As it turned out, getting to his flat was far more complicated and long-winded than I had anticipated. I had to walk a mile to the bus-stop, take a bus up Putney High Street, take a train to Clapham Junction, and walk another mile to his flat. Although I had left my home at 8.30, I did not reach Clapham Junction until after ten o’clock, and I was beginning to regret my thoughtful deed.

It was almost half-past ten that Saturday morning when I knocked on his door. Because there was no response, I thought that he could not wait in any longer for me, had to leave, and had left me a note so I started to look around for one. There was none, so I rang the bell and knocked again. This time I heard movement indoors.

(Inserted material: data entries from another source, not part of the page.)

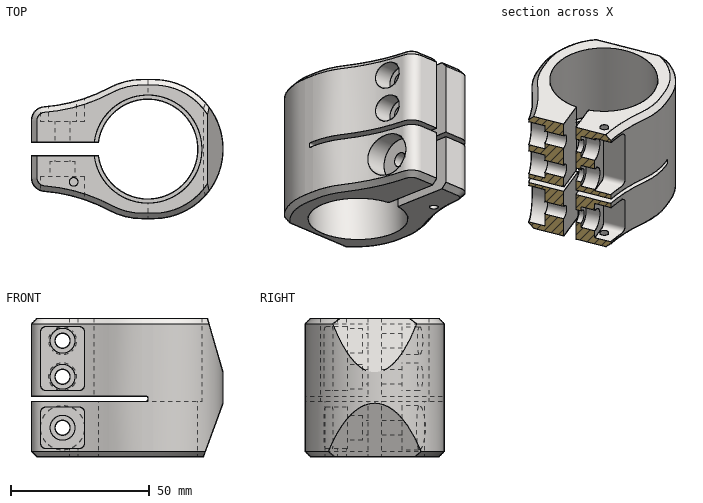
import cadquery as cq
import math


height = 50.0
outer_radius = 25.135
centre_offset = 2.0
nose_x = centre_offset + outer_radius
ear_x = nose_x - 69.15
neck_angle = math.radians(28.2)
neck_radius = 59.5
corner_radius = 5.0
edge_chamfer = 2.0

upper_bore_radius = 19.5
lower_bore_radius = 18.0
ear_gap = 4.8
slit_bottom = 20.05
slit_top = 21.85
slit_end_radius = 0.6

nose_flat_bottom = 19.35
nose_flat_top = 30.5
nose_base_x = 20.05
nose_crown_x = 21.5

screw_x = -30.8
screw_hole = 5.3
head_bore = 9.0
head_seat_y = -4.5
recess_seat_y = 9.9
screws = [(10.5, 16.0), (28.9, 10.0), (41.9, 10.0)]

pocket_left = -38.7
pocket_right = -22.8
pocket_floor_y = -9.9
pocket_corner_radius = 2.0
pocket_heights = [(3.0, 18.0), (23.9, 47.0)]

pin_diameter = 3.1
pin_x = -26.75
pin_y = -11.8


def body():
    """Teardrop outline extruded to full height, chamfered at both ends."""
    centre_distance = outer_radius + neck_radius
    neck_centre_x = -centre_offset - centre_distance * math.sin(neck_angle)
    neck_centre_y = centre_distance * math.cos(neck_angle)
    corner_x = ear_x + corner_radius
    tangent_distance = neck_radius + corner_radius
    corner_slope = math.asin((corner_x - neck_centre_x) / tangent_distance)
    corner_y = neck_centre_y - tangent_distance * math.cos(corner_slope)

    def outer_point(angle):
        return (-centre_offset - outer_radius * math.sin(angle), outer_radius * math.cos(angle))

    def neck_point(angle):
        return (
            neck_centre_x + neck_radius * math.sin(angle),
            neck_centre_y - neck_radius * math.cos(angle),
        )

    def corner_point(angle):
        return (corner_x - corner_radius * math.sin(angle), corner_y + corner_radius * math.cos(angle))

    def mirrored(point):
        return (point[0], -point[1])

    outer_middle = outer_point(neck_angle / 2)
    outer_end = outer_point(neck_angle)
    neck_middle = neck_point((neck_angle + corner_slope) / 2)
    neck_end = neck_point(corner_slope)
    ear_corner_middle = corner_point((math.pi / 2 + corner_slope) / 2)
    ear_corner_end = corner_point(math.pi / 2)

    outline = (
        cq.Workplane("XY")
        .moveTo(centre_offset, outer_radius)
        .lineTo(-centre_offset, outer_radius)
        .threePointArc(outer_middle, outer_end)
        .threePointArc(neck_middle, neck_end)
        .threePointArc(ear_corner_middle, ear_corner_end)
        .lineTo(*mirrored(ear_corner_end))
        .threePointArc(mirrored(ear_corner_middle), mirrored(neck_end))
        .threePointArc(mirrored(neck_middle), mirrored(outer_end))
        .threePointArc(mirrored(outer_middle), (-centre_offset, -outer_radius))
        .lineTo(centre_offset, -outer_radius)
        .threePointArc((nose_x, 0), (centre_offset, outer_radius))
        .close()
    )
    return outline.extrude(height).faces("<Z or >Z").chamfer(edge_chamfer)


def box_between(x_range, y_range, z_range):
    """Axis-aligned box spanning the given ranges."""
    sizes = [end - start for start, end in (x_range, y_range, z_range)]
    corner = (x_range[0], y_range[0], z_range[0])
    return cq.Workplane("XY").box(*sizes, centered=False).translate(corner)


def z_cylinder(radius, bottom, top, x=0, y=0):
    """Vertical cylinder between two heights."""
    return cq.Workplane("XY", origin=(x, y, bottom)).circle(radius).extrude(top - bottom)


def y_cylinder(diameter, z, y_start, y_end):
    """Cylinder along a clamping screw axis."""
    plane = cq.Plane(origin=(screw_x, y_start, z), xDir=(1, 0, 0), normal=(0, 1, 0))
    return cq.Workplane(plane).circle(diameter / 2).extrude(y_end - y_start)


def nose_slopes():
    """Wedges removed above and below the vertical flat of the nose."""
    upper = [(nose_x, nose_flat_top), (nose_crown_x, height), (nose_x, height)]
    lower = [(nose_x, nose_flat_bottom), (nose_base_x, 0), (nose_x, 0)]
    wedges = cq.Workplane("XZ").polyline(upper).close().polyline(lower).close()
    return wedges.extrude(outer_radius, both=True)


def bore():
    """Stepped bore, wider above its seat at the bottom of the slit."""
    lower = z_cylinder(lower_bore_radius, 0, slit_bottom)
    return lower.union(z_cylinder(upper_bore_radius, slit_bottom, height))


def ear_split():
    """Vertical gap between the two ears, running into the bore."""
    return box_between((ear_x, 0), (-ear_gap / 2, ear_gap / 2), (0, height))


def cross_slit():
    """Horizontal slit from the ears to the bore axis, with rounded end corners."""
    slit = box_between((ear_x, 0), (-outer_radius, outer_radius), (slit_bottom, slit_top))
    return slit.edges(">X and |Y").fillet(slit_end_radius)


def ear_pocket(bottom, top):
    """Rounded rectangular pocket in the -Y ear."""
    pocket = box_between((pocket_left, pocket_right), (-outer_radius, pocket_floor_y), (bottom, top))
    return pocket.edges("|Y").fillet(pocket_corner_radius)


def screw_cut(z, recess_diameter):
    """Clearance hole, head counterbore on -Y and nut recess on +Y."""
    hole = y_cylinder(screw_hole, z, -outer_radius, outer_radius)
    head = y_cylinder(head_bore, z, -outer_radius, head_seat_y)
    recess = y_cylinder(recess_diameter, z, recess_seat_y, outer_radius)
    return hole.union(head).union(recess)


def pin_holes():
    """Pin holes from the base and the top into the nearest pocket."""
    lowest_pocket, highest_pocket = pocket_heights
    lower = z_cylinder(pin_diameter / 2, 0, lowest_pocket[1], pin_x, pin_y)
    upper = z_cylinder(pin_diameter / 2, highest_pocket[0], height, pin_x, pin_y)
    return lower.union(upper)


result = body().cut(nose_slopes()).cut(bore()).cut(ear_split()).cut(cross_slit())
for pocket_bottom, pocket_top in pocket_heights:
    result = result.cut(ear_pocket(pocket_bottom, pocket_top))
for screw_z, recess_diameter in screws:
    result = result.cut(screw_cut(screw_z, recess_diameter))
result = result.cut(pin_holes())

The door opened, and he stood there, recognisable from his photo in the filofax, but in his dressing gown, unwashed and obviously just out of bed. I kept up a cheerful front and smiled as I handed back his filofax as we exchanged polite greeting words. When his response was far from warm, I allowed myself a cross “You were still asleep! I thought you’d be waiting for this.” He retreated halfway behind the door, held up the filofax in his hand, and said in a most disinterested tone of voice, “Well, thanks for this.”

I was too taken back and shocked to say anything, so just shrugged a shoulder, stepped back to turn around and begin my journey home. I wanted so much to snatch the filofax out of his hand, go right back to the pub I had found it in, and dump it there; but I knew that if I started to do that, he’d call the police and I’d be nabbed for stealing.

All the way home I was simmering and seething. The journey home was again well over an hour, and I was exhausted by the time I got back. His whole attitude bothered me for many days after that, and even into weeks, with the same intensity. It still bothers me today, but in a different way.

I should have helped myself to all the cash in the filofax, stuck pins into his picture, burned the pages and posted the rubbish to his address. Instead, I had put myself out, did a stranger a favour, gained nothing for myself except lost hours and a knotted stomach, and no-one knew.

WELL, DAMMIT – THAT’S WHAT HAPPENED – SO NOW YOU KNOW, SO NOW GO TELL EVERYONE YOU KNOW, BECAUSE IF I EVER COME ACROSS THAT TWERP AGAIN, I’LL DO US ALL A FAVOUR AND THROW WEEDKILLER ALL OVER HIM!!!!!